There are limited studies in low and low-middle income countries that have examined association of socioeconomic factors such as household wealth, educational status, and other social factors with hypertension []. Rapid urbanization and the lack of an adequate infrastructure influence the creation of large socioeconomic disparities, which also affect health outcomes, including hypertension []. Yet, the theory of ‘social transition’ of NCD risk factors from the higher to the lower socioeconomic groups with the country’s development remains debated [], with inconsistencies in the findings owing to variations in the SES indicators used and the population mix. A comprehensive understanding of the relationship between SES and hypertension requires also information on associations with unique measures of household wealth at various points in time, that may better reflect access to resources and command. This may be particularly of significance in low-income countries with various urban-rural settings and resources and with different levels of development.

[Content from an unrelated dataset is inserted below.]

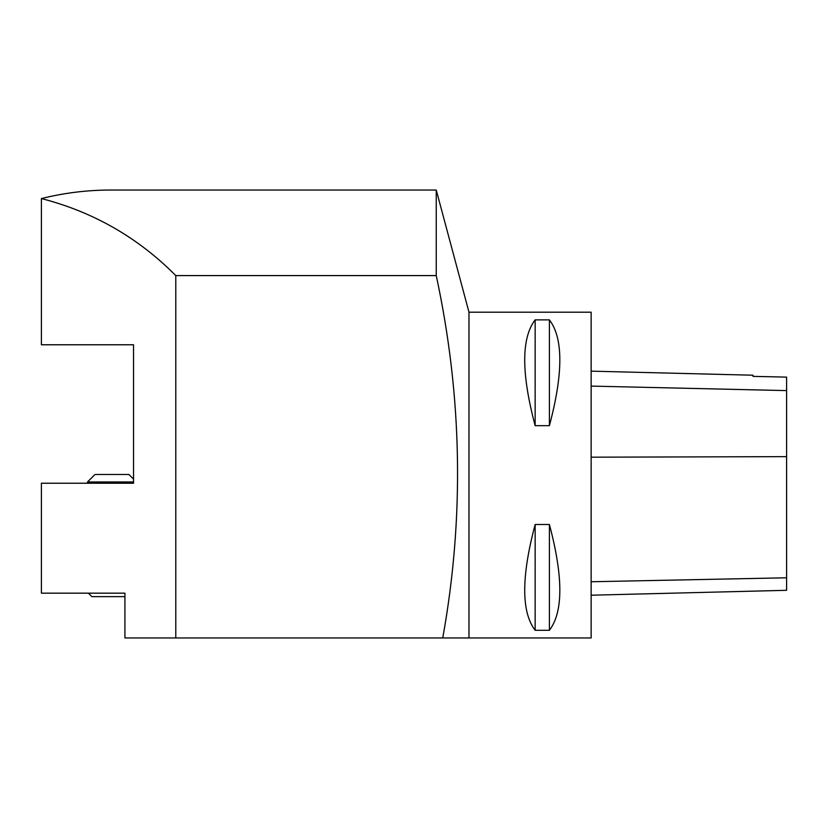 <?xml version="1.0" encoding="UTF-8"?>
<svg xmlns="http://www.w3.org/2000/svg" width="828" height="828" viewBox="0 0 828 828"><rect width="100%" height="100%" fill="white"/><g stroke="black" fill="none" stroke-linecap="round" stroke-linejoin="round"><path stroke-width="1.24" d="M41.4 344.769L41.4 198.565C64.129 192.903 87.199 190.057 110.621 190.036L436.242 190.036L436.242 275.589L175.784 275.589L175.784 637.964L124.924 637.964L124.924 593.169L41.4 593.169L41.4 483.231L133.546 483.231L133.546 344.769L41.4 344.769M449.231 637.964L591.14 637.964L591.14 312.197L468.979 312.197L468.979 637.964L442.752 637.964C464.467 517.448 462.293 396.664 436.242 275.589M41.4 198.565C93.264 211.906 138.059 237.574 175.784 275.589M124.924 596.636L91.887 596.636L88.42 593.169L124.924 593.169M442.752 637.964L175.784 637.964M535.147 524.486L549.399 524.486C563.309 576.795 563.309 612.058 549.399 630.294L535.147 630.294C521.236 612.058 521.236 576.795 535.147 524.486L535.147 630.294M535.147 319.867L549.399 319.867C563.309 338.103 563.309 373.376 549.399 425.675L535.147 425.675C521.236 373.376 521.236 338.103 535.147 319.867L535.147 425.675M591.14 595.208L786.6 590.302L786.6 377.123L753.004 376.367L753.004 375.219L591.14 371.151M549.399 524.486L549.399 630.294M549.399 319.867L549.399 425.675M133.546 481.968L87.509 481.968L87.509 483.231L133.546 483.231M133.546 479.122L128.889 474.475L95.003 474.475L87.509 481.968M786.6 577.789L591.14 581.753M786.6 456.642L591.14 457.191M786.6 390.599L591.14 386.096M468.979 312.197L436.242 190.036"/></g></svg>

The study findings need to be interpreted considering certain limitations and offsetting strengths. Hypertension comes without symptoms especially in the early stages, and this is likely to introduce information bias resulting in an underestimate of prevalence rates. This, however, may be less of a problem in middle-aged and older persons who have greater opportunities to be seen by the healthcare system and hence diagnosed than the young. It is possible that the less educated women in our study and those in rural areas with limited access and availability of health care were more unaware of their hypertension than their counterparts, hence the lack of associations between education and hypertension among rural older women. Furthermore, the use of secondary data precluded us from examining associations with other micro-level social determinants of health and other cardio-metabolic factors, such as access to healthcare and diabetes, as these were lacking in the original questionnaire. Yet, the large sample size and the use of international guidelines and standardized protocol for sampling, interview schedule, and field methodology (MICS) enable generalizability of our results to all of Sudan with findings serving as a benchmark for future assessments in the country and allowing for comparison with similar studies in the region.

Conclusion

As elsewhere in emerging economies, the epidemiological transition in Sudan from predominantly infectious to chronic diseases is already underway. Yet studies on NCDs and metabolic diseases have scarcely begun to be explored. Once linked to be diseases exclusively of the wealthy, NCDs will continue to be a burden on the world’s poor. An examination of socioeconomic disparities in hypertension in settings of persistent burden of infectious diseases can provide important clues for defining at-risk populations and for designing context-specific and appropriate primary prevention and treatment programmes. For a better understanding of the social epidemiology of hypertension, repeated surveys will be needed to allow better monitoring of the complex trajectories in exposures and changes in risk factor associations across time in Sudan and in similar settings elsewhere.